What you should do. What lines in the listing include "blend"? Return a copy of each.

═══

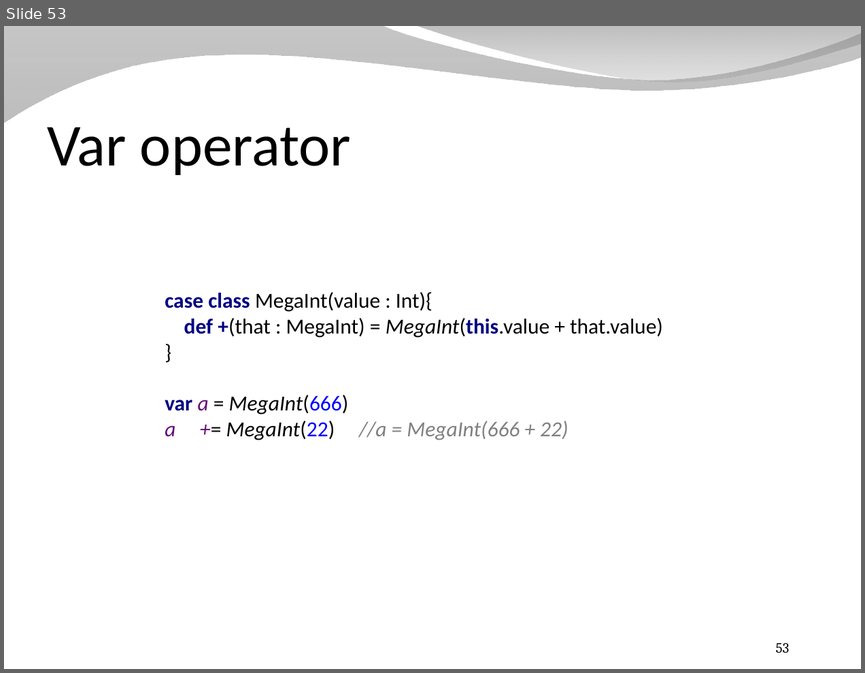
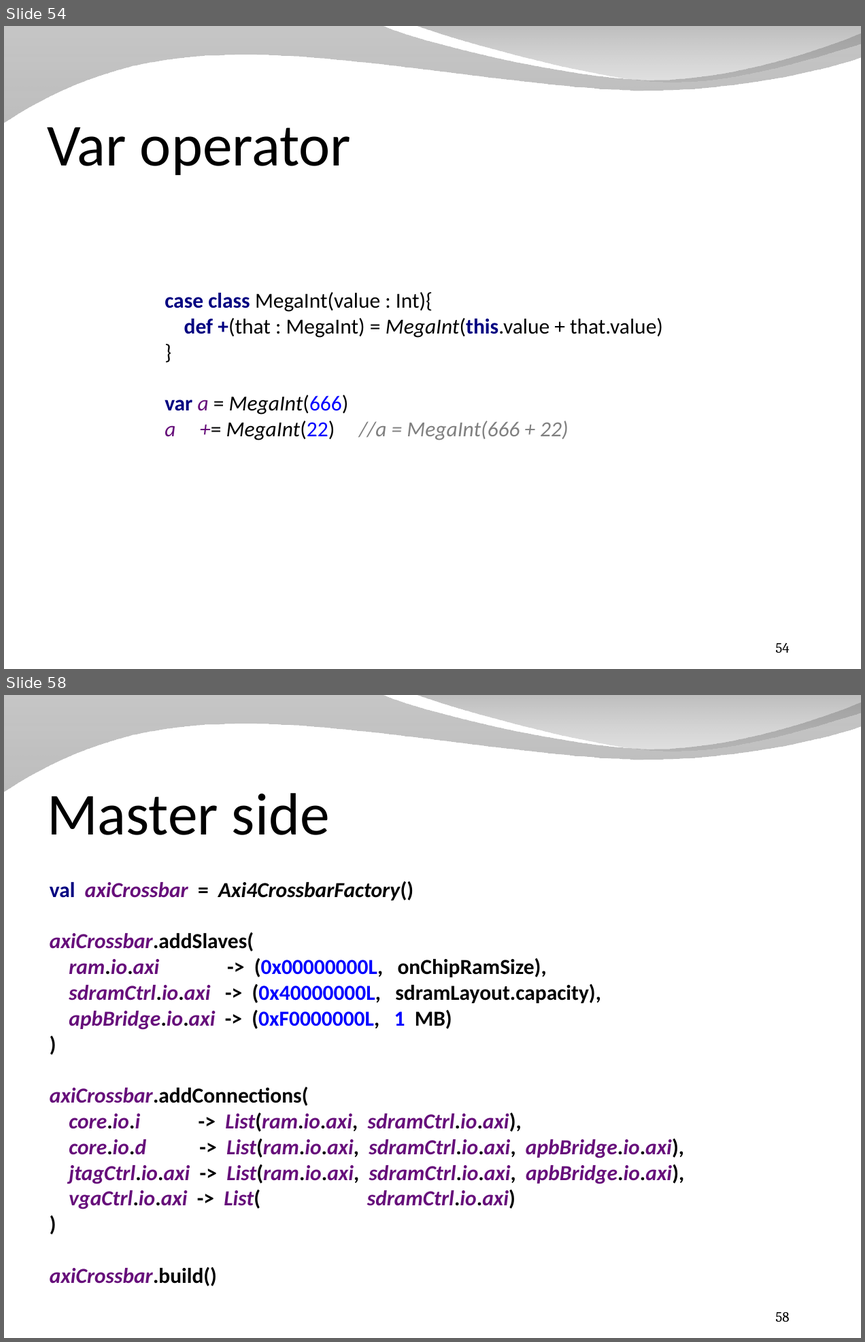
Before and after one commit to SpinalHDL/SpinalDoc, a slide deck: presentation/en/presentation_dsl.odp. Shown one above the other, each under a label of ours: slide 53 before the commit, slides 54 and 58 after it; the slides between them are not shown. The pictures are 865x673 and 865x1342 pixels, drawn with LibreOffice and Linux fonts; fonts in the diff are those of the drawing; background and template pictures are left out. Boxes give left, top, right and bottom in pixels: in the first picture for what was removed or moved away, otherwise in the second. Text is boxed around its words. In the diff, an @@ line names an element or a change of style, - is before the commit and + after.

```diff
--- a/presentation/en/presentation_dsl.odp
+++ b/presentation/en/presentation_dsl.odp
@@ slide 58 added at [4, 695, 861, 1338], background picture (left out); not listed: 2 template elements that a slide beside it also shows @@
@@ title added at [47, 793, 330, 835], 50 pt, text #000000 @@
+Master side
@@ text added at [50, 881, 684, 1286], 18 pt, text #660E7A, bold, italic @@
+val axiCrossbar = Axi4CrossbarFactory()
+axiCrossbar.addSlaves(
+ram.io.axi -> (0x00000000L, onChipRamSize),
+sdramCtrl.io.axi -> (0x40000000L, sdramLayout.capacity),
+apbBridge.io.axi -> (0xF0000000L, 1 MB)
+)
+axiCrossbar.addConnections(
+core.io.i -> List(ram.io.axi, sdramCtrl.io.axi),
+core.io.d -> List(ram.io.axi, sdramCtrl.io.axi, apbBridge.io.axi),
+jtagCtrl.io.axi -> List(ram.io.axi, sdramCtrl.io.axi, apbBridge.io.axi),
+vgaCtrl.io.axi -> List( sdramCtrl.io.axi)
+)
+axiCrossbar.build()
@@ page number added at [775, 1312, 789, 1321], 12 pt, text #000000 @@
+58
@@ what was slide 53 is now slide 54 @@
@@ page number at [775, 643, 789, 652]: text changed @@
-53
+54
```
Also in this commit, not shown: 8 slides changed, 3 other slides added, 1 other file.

═══

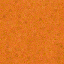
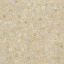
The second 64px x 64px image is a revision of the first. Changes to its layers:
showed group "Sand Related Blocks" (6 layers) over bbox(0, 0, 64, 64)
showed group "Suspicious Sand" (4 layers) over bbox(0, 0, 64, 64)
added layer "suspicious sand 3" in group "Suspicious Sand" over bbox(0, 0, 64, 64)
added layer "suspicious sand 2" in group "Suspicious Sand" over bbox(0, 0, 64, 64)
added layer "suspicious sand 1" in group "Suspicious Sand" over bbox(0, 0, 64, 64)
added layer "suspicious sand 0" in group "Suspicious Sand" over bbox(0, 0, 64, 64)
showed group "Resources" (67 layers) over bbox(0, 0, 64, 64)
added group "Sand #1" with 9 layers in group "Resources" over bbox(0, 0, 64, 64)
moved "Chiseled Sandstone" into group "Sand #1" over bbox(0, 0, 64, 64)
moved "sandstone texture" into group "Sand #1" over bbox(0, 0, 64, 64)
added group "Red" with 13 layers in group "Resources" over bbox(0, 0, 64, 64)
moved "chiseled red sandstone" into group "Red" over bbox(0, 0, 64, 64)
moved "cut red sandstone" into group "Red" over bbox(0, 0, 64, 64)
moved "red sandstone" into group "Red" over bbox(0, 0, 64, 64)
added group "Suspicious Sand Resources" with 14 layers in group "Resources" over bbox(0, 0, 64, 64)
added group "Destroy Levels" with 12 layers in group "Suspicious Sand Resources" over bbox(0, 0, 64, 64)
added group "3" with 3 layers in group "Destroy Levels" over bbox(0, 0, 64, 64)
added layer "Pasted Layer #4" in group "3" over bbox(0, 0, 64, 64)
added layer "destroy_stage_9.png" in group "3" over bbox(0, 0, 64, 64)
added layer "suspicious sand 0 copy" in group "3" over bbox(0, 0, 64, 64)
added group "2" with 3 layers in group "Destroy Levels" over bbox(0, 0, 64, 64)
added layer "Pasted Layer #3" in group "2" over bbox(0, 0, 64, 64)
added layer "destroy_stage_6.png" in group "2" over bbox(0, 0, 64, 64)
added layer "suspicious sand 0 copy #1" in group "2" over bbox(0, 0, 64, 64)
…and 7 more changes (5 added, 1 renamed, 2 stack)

═══

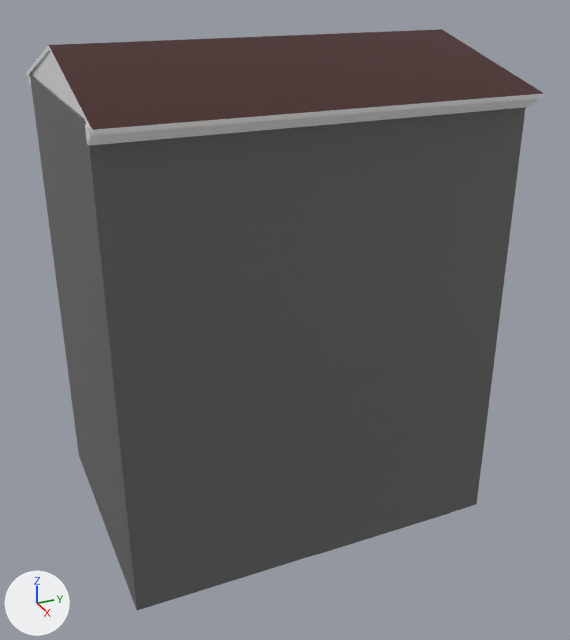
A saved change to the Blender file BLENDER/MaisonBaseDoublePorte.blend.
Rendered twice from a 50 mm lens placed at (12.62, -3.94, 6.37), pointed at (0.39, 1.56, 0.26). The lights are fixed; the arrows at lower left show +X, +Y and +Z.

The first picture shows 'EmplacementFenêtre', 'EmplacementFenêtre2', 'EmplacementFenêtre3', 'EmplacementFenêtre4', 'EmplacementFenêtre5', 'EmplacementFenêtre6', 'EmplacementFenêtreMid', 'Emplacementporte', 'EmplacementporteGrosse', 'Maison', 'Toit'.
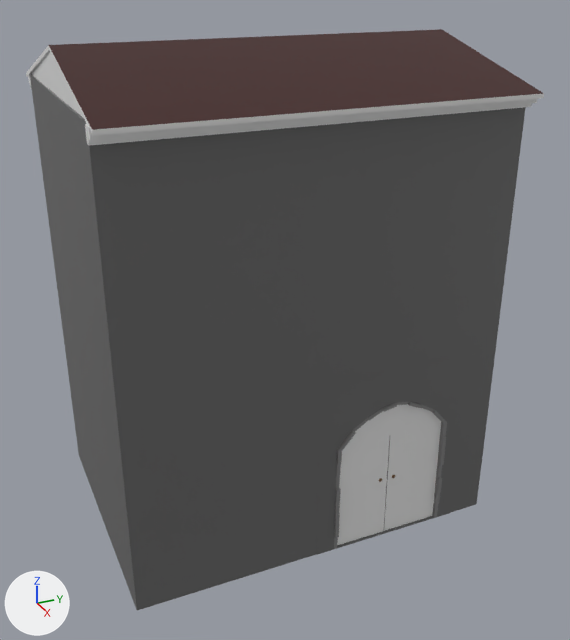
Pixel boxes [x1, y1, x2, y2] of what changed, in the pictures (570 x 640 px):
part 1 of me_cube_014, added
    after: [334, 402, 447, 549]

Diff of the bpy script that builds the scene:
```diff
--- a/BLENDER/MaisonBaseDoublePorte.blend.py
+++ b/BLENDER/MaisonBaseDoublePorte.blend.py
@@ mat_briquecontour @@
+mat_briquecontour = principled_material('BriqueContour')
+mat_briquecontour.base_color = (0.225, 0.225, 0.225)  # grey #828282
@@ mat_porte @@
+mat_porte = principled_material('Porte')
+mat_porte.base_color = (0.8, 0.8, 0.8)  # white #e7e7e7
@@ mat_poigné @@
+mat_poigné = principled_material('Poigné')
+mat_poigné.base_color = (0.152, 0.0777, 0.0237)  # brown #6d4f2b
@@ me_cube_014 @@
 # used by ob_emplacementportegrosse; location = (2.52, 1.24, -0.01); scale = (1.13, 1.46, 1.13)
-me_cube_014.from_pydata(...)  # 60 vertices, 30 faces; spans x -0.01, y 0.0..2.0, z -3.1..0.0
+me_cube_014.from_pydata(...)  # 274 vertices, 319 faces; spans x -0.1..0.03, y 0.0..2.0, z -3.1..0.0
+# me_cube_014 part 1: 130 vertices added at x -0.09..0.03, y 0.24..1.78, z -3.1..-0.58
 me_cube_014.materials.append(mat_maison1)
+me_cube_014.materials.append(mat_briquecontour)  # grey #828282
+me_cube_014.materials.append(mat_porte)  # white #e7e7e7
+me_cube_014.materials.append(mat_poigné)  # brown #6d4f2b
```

═══

Answer for this exercise.
A saved change to the Blender file BLENDER/MaisonBaseDoublePorte.blend.
--- a/BLENDER/MaisonBaseDoublePorte.blend.py
+++ b/BLENDER/MaisonBaseDoublePorte.blend.py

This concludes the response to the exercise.